American Hotel Register Company
- Company type: Private
- Industry: hospitality products and services
- Founded: 1865
- Headquarters: Vernon Hills, Illinois, United States
- Key people: James F. (Jim) Leahy, Chairman
- Revenue: $500 million USD (2005)
- Number of employees: 900 (2017)
- Website: www.americanhotel.com

= American Hotel Register Company =

Manufacturer of hospitality industry products

American Hotel Register Company is a manufacturer and supplier of hospitality products and services and is headquartered in Vernon Hills, Illinois.

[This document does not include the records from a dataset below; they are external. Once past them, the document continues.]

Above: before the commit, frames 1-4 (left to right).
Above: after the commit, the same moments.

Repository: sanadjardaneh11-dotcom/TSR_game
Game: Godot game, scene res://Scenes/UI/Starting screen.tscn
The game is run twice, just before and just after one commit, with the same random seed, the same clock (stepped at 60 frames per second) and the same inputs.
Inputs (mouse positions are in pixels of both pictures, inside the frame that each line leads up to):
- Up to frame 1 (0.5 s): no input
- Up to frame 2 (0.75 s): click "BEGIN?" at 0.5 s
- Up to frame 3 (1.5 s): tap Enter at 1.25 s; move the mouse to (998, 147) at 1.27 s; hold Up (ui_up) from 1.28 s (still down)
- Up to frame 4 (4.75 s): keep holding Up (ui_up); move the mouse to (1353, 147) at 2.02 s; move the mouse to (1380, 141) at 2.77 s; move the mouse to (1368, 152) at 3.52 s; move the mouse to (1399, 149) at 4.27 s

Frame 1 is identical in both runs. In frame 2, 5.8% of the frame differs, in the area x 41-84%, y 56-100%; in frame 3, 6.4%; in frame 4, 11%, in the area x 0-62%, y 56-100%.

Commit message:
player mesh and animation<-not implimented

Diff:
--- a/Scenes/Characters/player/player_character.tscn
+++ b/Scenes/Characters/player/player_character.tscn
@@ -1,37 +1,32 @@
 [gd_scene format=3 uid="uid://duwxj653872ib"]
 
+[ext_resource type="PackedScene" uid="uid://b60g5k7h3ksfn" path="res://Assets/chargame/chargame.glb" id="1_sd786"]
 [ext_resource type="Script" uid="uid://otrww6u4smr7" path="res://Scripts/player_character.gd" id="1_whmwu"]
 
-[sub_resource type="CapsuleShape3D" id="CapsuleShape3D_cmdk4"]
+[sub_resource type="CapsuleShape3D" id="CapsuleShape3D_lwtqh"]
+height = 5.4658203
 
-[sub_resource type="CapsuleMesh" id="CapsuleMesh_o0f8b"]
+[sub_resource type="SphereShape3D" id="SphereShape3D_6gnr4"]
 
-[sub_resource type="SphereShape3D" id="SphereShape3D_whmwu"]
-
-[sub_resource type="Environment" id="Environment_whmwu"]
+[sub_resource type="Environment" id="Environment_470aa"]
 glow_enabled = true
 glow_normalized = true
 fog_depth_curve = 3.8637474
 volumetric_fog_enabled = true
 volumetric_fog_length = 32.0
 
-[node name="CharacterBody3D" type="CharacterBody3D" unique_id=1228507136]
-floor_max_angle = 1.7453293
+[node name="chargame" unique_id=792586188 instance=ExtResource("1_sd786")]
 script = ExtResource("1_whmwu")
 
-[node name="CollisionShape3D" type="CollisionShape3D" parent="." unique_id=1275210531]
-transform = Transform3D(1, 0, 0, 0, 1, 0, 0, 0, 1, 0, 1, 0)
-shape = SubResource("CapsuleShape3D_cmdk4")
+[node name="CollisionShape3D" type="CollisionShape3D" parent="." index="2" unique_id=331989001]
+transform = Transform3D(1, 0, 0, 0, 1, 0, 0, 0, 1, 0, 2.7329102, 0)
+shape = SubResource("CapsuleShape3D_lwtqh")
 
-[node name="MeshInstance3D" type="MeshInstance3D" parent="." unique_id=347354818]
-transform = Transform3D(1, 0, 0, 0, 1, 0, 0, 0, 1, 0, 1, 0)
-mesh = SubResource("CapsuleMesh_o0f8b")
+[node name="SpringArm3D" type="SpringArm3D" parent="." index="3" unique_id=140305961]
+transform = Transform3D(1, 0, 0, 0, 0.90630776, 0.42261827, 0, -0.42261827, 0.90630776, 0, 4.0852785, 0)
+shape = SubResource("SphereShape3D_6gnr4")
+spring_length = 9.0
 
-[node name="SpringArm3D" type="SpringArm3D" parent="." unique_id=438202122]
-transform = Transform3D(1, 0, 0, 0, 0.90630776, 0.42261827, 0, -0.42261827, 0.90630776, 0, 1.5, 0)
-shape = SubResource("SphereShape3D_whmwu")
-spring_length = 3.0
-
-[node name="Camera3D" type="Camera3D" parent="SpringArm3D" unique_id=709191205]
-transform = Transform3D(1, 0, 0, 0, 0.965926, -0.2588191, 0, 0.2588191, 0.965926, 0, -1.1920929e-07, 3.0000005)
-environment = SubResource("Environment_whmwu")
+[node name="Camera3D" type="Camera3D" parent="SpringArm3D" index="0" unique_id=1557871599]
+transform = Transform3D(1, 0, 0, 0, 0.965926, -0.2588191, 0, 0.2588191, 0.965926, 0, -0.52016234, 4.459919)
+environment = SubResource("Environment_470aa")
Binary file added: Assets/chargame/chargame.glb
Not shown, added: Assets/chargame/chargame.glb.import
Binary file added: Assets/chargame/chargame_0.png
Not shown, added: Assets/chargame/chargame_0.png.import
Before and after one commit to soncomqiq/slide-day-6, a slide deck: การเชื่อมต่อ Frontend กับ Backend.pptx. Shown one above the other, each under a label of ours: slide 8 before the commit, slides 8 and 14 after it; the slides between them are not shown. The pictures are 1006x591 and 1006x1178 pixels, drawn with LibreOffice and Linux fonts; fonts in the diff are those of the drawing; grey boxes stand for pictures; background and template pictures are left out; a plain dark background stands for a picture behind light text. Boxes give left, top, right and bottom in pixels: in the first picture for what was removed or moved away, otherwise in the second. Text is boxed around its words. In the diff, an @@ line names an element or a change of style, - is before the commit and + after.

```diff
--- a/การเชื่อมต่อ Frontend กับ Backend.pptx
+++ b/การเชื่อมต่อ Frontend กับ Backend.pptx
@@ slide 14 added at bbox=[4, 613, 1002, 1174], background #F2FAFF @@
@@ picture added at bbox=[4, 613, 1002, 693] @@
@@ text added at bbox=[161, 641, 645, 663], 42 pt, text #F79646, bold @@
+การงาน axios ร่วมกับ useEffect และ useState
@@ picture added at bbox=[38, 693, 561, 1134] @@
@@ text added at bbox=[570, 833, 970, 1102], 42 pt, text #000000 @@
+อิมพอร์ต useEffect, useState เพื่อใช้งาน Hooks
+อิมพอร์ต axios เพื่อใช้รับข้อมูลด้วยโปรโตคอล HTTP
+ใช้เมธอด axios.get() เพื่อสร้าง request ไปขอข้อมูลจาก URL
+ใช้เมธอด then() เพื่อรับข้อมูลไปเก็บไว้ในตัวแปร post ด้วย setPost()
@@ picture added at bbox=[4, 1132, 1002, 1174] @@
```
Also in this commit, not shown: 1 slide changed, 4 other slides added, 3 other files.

==History and background==
American Hotel was founded in 1865 as a publisher of hotel travel directories and railroad maps. It was incorporated in 1896 with its current name as a manufacturer of its patented hotel registers. Around the turn of the century it was acquired by Thomas F. Leahy. His son, James F. Leahy Sr. took over after his death in 1932. James expanded the company from a printing company to a direct marketing, catalog company selling hotel specific products like luggage carts & racks as well as maids carts. By the time of James Sr.'s death in 1986, his three sons, James Jr., Thomas, and Patrick had started growing the business from a direct marketing company to a full distribution, service based organization. By the end of the century they had 10 different distribution centers around the country and in Hawaii. American Hotel Register is now a full service distribution company that services all aspects of the hospitality industry. They have also expanded into government, healthcare, funeral, and higher education markets over the last 10 years. For many years, American Hotel was located in Northbrook, IL next to the (now former) Glenview Naval Air Base, but by the late 1990s had outgrown this location, prompting them to move to a larger facility in Vernon Hills, IL, where they have been located since 1998. Today, American Hotel is the parent company of International Hotel Supply. The company also operates aBundle.com, which caters to the growing vacation rental market.

In 2021 Consolidated Hospitality Supplies Holdings (CHS), a consolidation platform backed by HCI Equity Partners, has acquired the inventory and select North American operating assets of American Hotel Register Company (American Hotel), including American Hotel's Registry brand.